Question: The last two times I have acid stained existing, untreated, basement concrete floors, I’ve unintentionally created footprints in the acid stain finish. I didn’t create them by walking across the wet stain, as I always use spiked sandals when I apply stain. I think they were formed during the cleaning process when prior to staining I scrubbed the floor with my rotary floor machine.
Here’s what I think: The soap was so concentrated that when I walked on the sudsy water-detergent mixture during cleaning, my feet pressed the detergent into the floor and left behind an impression of the soles of my shoes. Then, in the areas of that pattern, the detergent resisted or lessened the chemical reaction from the acid stain, resulting in not a complete lack of color, just a much lighter color.
I also have encountered a similar shadowing on concrete while using other surface prep-related products, like methylene chloride and sealer strippers, but I could see those footprints when the slab was wet. This other footprint problem is different in that there is no visible shadowing left behind, even when the slab is wet. The footprints only appear after the acid staining.
On the first project where this happened, I noticed it right away and began scrubbing in the stain to get the prints to go away. I kept scrubbing until the stain was completely worked in, or had evaporated, so as not to leave brush marks. In the process, most of the prints went away.
On the most recent project, the prints appeared immediately in the wet stain. I scrubbed as soon as I noticed them but they held fast. So I applied a second coat of stain. That helped disguise them, but they did not completely go away even after the stain had dried.
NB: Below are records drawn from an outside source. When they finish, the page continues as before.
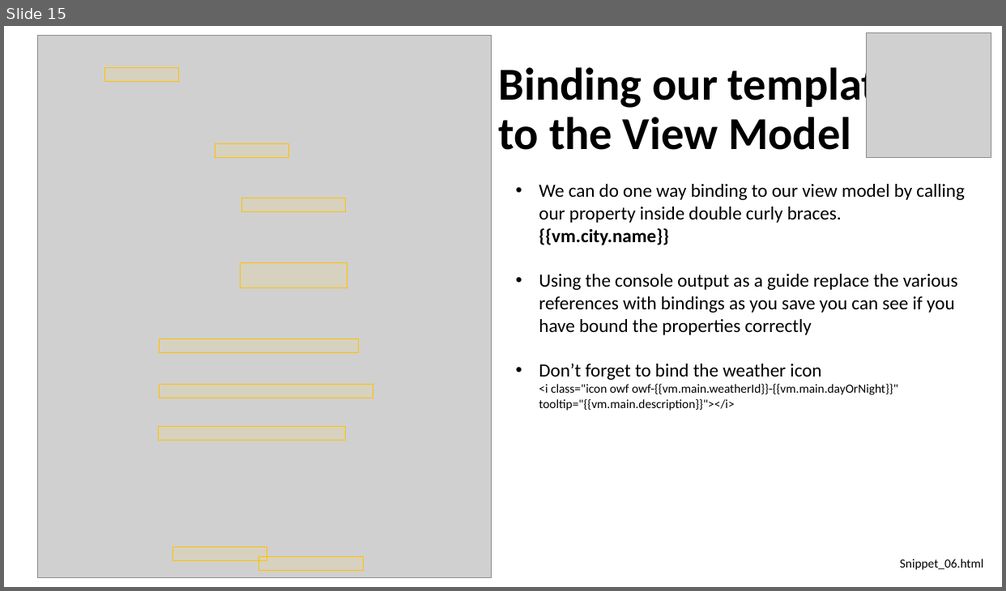
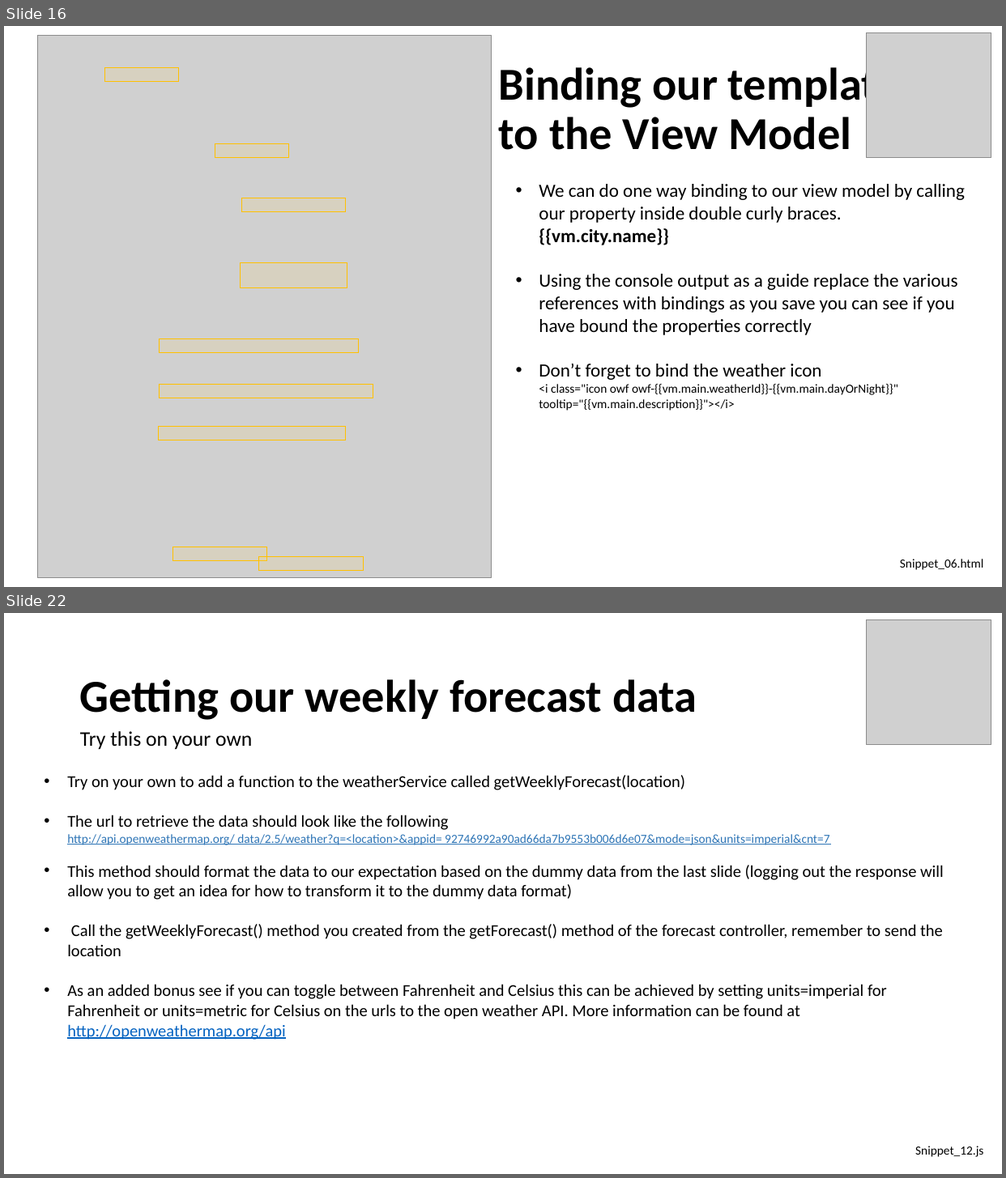
Before and after one commit to weiljx/weatherNg, a slide deck: Getting Started with Angular.pptx. Shown one above the other, each under a label of ours: slide 15 before the commit, slides 16 and 22 after it; the slides between them are not shown. The pictures are 1006x591 and 1006x1178 pixels, drawn with LibreOffice and Linux fonts; fonts in the diff are those of the drawing; grey boxes stand for pictures. Boxes give left, top, right and bottom in pixels: in the first picture for what was removed or moved away, otherwise in the second. Text is boxed around its words. In the diff, an @@ line names an element or a change of style, - is before the commit and + after.

Commit message:
More Snippets and Updated Presentation

```diff
--- a/Getting Started with Angular.pptx
+++ b/Getting Started with Angular.pptx
@@ slide 22 added at (4, 613, 1002, 1174), background #FFFFFF @@
@@ picture added at (867, 619, 991, 745) @@
@@ title added at (80, 679, 697, 720), 44 pt, text #000000, bold @@
+Getting our weekly forecast data
@@ text added at (80, 731, 252, 749), 20 pt, text #000000 @@
+Try this on your own
@@ text added at (67, 775, 944, 1040), 16 pt, text #000000 @@
+• Try on your own to add a function to the weatherService called getWeeklyForecast(location)
+• The url to retrieve the data should look like the following
+  http://api.openweathermap.org/ data/2.5/weather?q=<location>&appid= 92746992a90ad66da7b9553b006d6e07&mode=json&units=imperial&cnt=7
+• This method should format the data to our expectation based on the dummy data from the last slide (logging out the response will allow you to get an idea for how to transform it to the dummy data format)
+• Call the getWeeklyForecast() method you created from the getForecast() method of the forecast controller, remember to send the location
+• As an added bonus see if you can toggle between Fahrenheit and Celsius this can be achieved by setting units=imperial for Fahrenheit or units=metric for Celsius on the urls to the open weather API. More information can be found at http://openweathermap.org/api
@@ text added at (915, 1146, 983, 1157), 12 pt, text #000000 @@
+Snippet_12.js
@@ what was slide 15 is now slide 16 @@
```
Also in this commit, not shown: 1 slide changed, 6 other slides added, 4 other files.
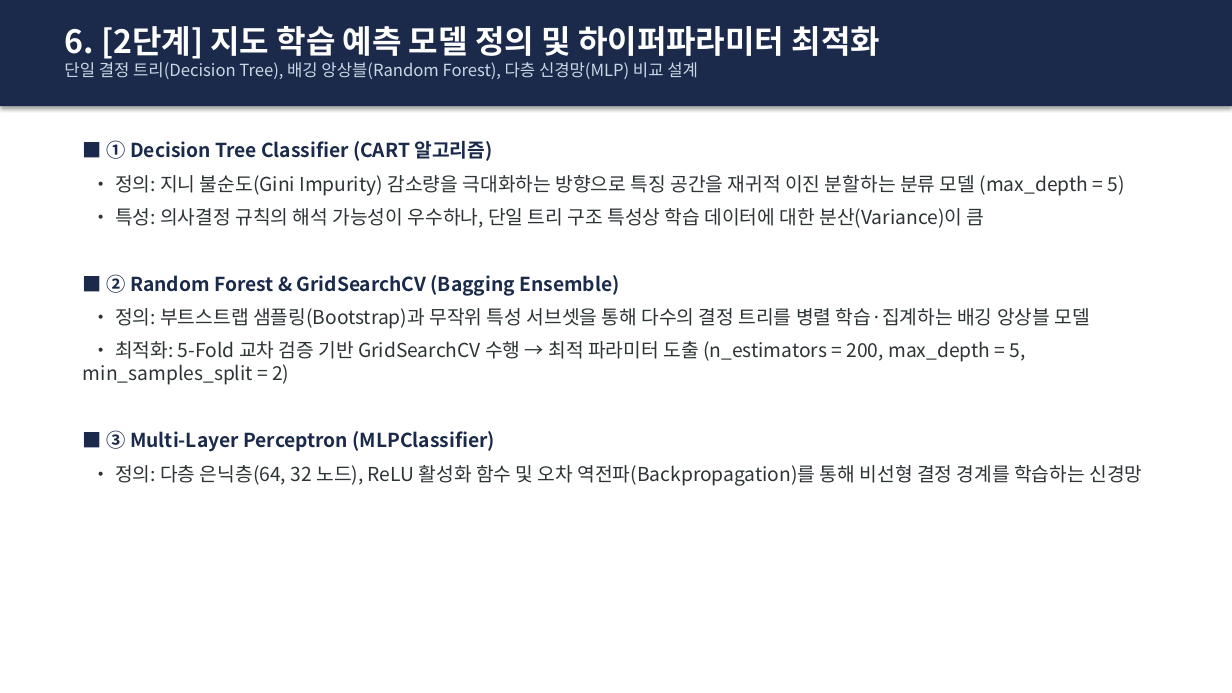
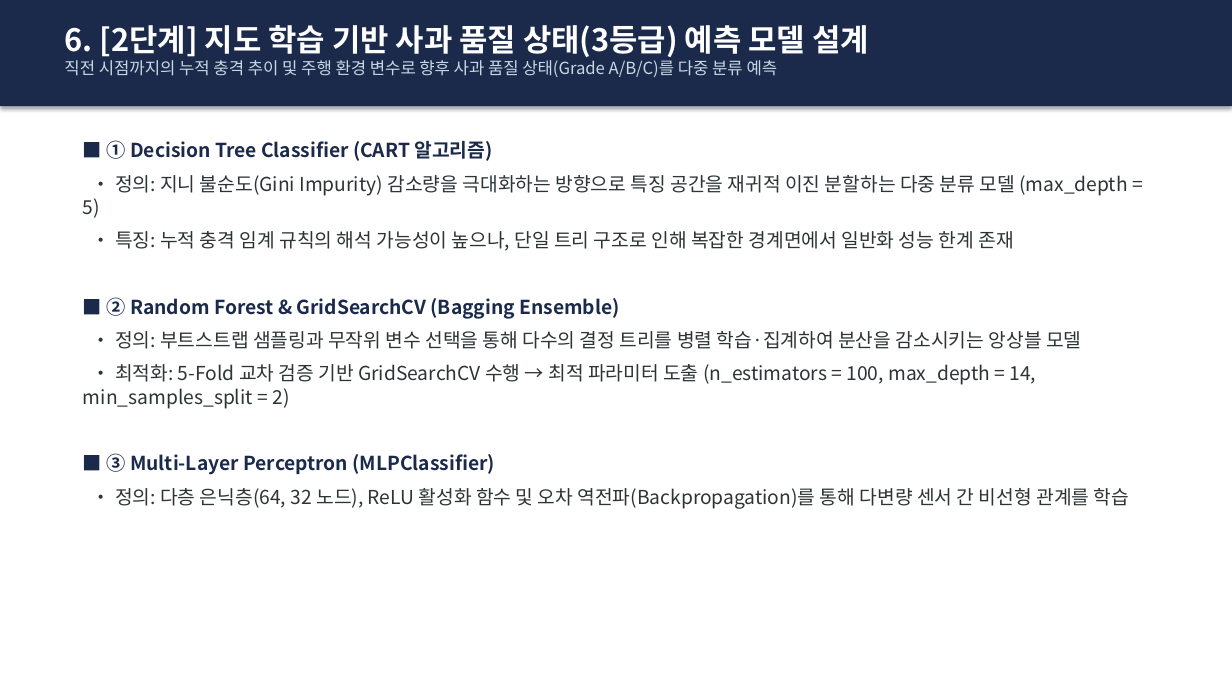
Before and after one commit to sungmin9910/prediction, a slide deck: slide 7 of 사과_운송_이상충격_예측_발표자료.pptx. Drawn at 1232x693 pixels with LibreOffice and Linux fonts; fonts in the diff are those of the drawing. Boxes give left, top, right and bottom in pixels: in the first picture for what was removed or moved away, otherwise in the second. Text is boxed around its words. In the diff, an @@ line names an element or a change of style, - is before the commit and + after.

Commit message:
feat: Update project to Cumulative Shock based Apple Quality State (Grade A/B/C) prediction

```diff
--- a/사과_운송_이상충격_예측_발표자료.pptx
+++ b/사과_운송_이상충격_예측_발표자료.pptx
@@ text at (64,25,869,77): text changed @@
-6. [2단계] 지도 학습 예측 모델 정의 및 하이퍼파라미터 최적화
-단일 결정 트리(Decision Tree), 배깅 앙상블(Random Forest), 다층 신경망(MLP) 비교 설계
+6. [2단계] 지도 학습 기반 사과 품질 상태(3등급) 예측 모델 설계
+직전 시점까지의 누적 충격 추이 및 주행 환경 변수로 향후 사과 품질 상태(Grade A/B/C)를 다중 분류 예측
@@ text at (83,175,1128,251): text changed @@
-• 정의: 지니 불순도(Gini Impurity) 감소량을 극대화하는 방향으로 특징 공간을 재귀적 이진 분할하는 분류 모델 (max_depth = 5)
-• 특성: 의사결정 규칙의 해석 가능성이 우수하나, 단일 트리 구조 특성상 학습 데이터에 대한 분산(Variance)이 큼
+• 정의: 지니 불순도(Gini Impurity) 감소량을 극대화하는 방향으로 특징 공간을 재귀적 이진 분할하는 다중 분류 모델 (max_depth = 5)
+• 특징: 누적 충격 임계 규칙의 해석 가능성이 높으나, 단일 트리 구조로 인해 복잡한 경계면에서 일반화 성능 한계 존재
@@ text at (83,331,1081,409): text changed @@
-• 정의: 부트스트랩 샘플링(Bootstrap)과 무작위 특성 서브셋을 통해 다수의 결정 트리를 병렬 학습·집계하는 배깅 앙상블 모델
-• 최적화: 5-Fold 교차 검증 기반 GridSearchCV 수행 → 최적 파라미터 도출 (n_estimators = 200, max_depth = 5, min_samples_split = 2)
+• 정의: 부트스트랩 샘플링과 무작위 변수 선택을 통해 다수의 결정 트리를 병렬 학습·집계하여 분산을 감소시키는 앙상블 모델
+• 최적화: 5-Fold 교차 검증 기반 GridSearchCV 수행 → 최적 파라미터 도출 (n_estimators = 100, max_depth = 14, min_samples_split = 2)
@@ text at (115,488,1129,509): text changed @@
-• 정의: 다층 은닉층(64, 32 노드), ReLU 활성화 함수 및 오차 역전파(Backpropagation)를 통해 비선형 결정 경계를 학습하는 신경망
+• 정의: 다층 은닉층(64, 32 노드), ReLU 활성화 함수 및 오차 역전파(Backpropagation)를 통해 다변량 센서 간 비선형 관계를 학습
```
Also in this commit, not shown: 8 other slides changed, 1 slide added, 1 slide removed, 9 other files.

I think the soap ingredients have changed. I plan to ask the soap manufacturer if it has changed the formula of a product I have used for years without issue. Having been in the staining business for 15 years, I know how temperamental the acid staining process can be so I’m very careful about what I use during cleaning. I just never foresaw having a problem with a detergent, especially an ecofriendly one. I’ve done a little research, and many other successful staining contractors use TSP or a TSP substitute to clean the concrete before staining. I plan to try TSP next.
In your opinion, what do you think is occurring?
It is not too often I get a question that also contains the answer. You got most of it right.
Having seen this issue before, and after speaking with other experts and installers, my belief is that walking on the slab when there were high concentrations of soap drove the soap into the floor, leaving a heavier concentration in those places. Depending on the soap and the concrete’s porosity, footprints diluted the stain and lessened the chemical reaction, which resulted in reduced color. I have seen this phenomenon range from very faint shadowing to complete stain blockage.
I think you have it figured out, with the exception of the soap manufacturer changing its formula. Having worked for chemical manufacturers for close to 20 years, I know that changing the formula of a nationally sold brand-name product is not something taken lightly or done easily. When a formula is changed, it is a major undertaking at considerable expense. The marketing department usually gets involved to create a “New and Improved Formula” campaign to get more bang for the buck out of the change.
So if the product or your process did not change, what did? What changes on every stain project? The concrete and environmental conditions!
Many times I have seen where the finish and/or the concrete’s porosity, along with environmental conditions, create major differences in the entire stain process with each project. After 15 years in the staining business, you know how temperamental acid staining can be and part of this issue is just that. Concrete differs from project to project. Even the best planning, processes and quality assurance procedures can’t always prevent issues from occurring.
Now let’s look at why this occurred. Not seeing footprints when the slab was cleaned with water indicates that the contaminants creating the footprints were water soluble. In other cases where solvents, oils or non-water-soluble contaminants are present, they repel water, and the footprints show up clearly when the slab is wet from cleaning.
If you get any color when staining concrete, the stain is working — it’s just a case of how well it’s working. In these cases, the higher concentrations of soap from the footprints are diluting and/or blocking the stain, reducing the stain color in those areas.
For all these reasons, I have repeatedly said: “When staining, treat the floor like a clean room from preparation through sealing.” Shoe protectors or spiked shoes are a great idea, even when cleaning. You never know what you bring in on your shoes, or the condition of the concrete in regard to porosity and how it will pick up footprints and other items (pails, cans, bottles, rags, tools, etc.) placed on the concrete. Adding a rinsing step along with vacuuming also will help eliminate soap residue.
Lastly, be open to changing or adjusting your process as needed. If you think the soap is too concentrated, dilute it further or try another type. Personally, I have seen best results using a mineral acid modified with a detergent. These modified acid cleaners, as they are called, are usually diluted a minimum of 40 parts water to one part cleaner, and provide a deep-clean, micro-etched surface. You don’t need to rinse before acid staining — acid stain is soluble in the acid cleaner!
In regard to using trisodium phosphate (TSP), a common soap, it tends to leave a white residue and the wash water can have a negative impact on the environment. For these reasons I like less aggressive or greatly diluted cleaners.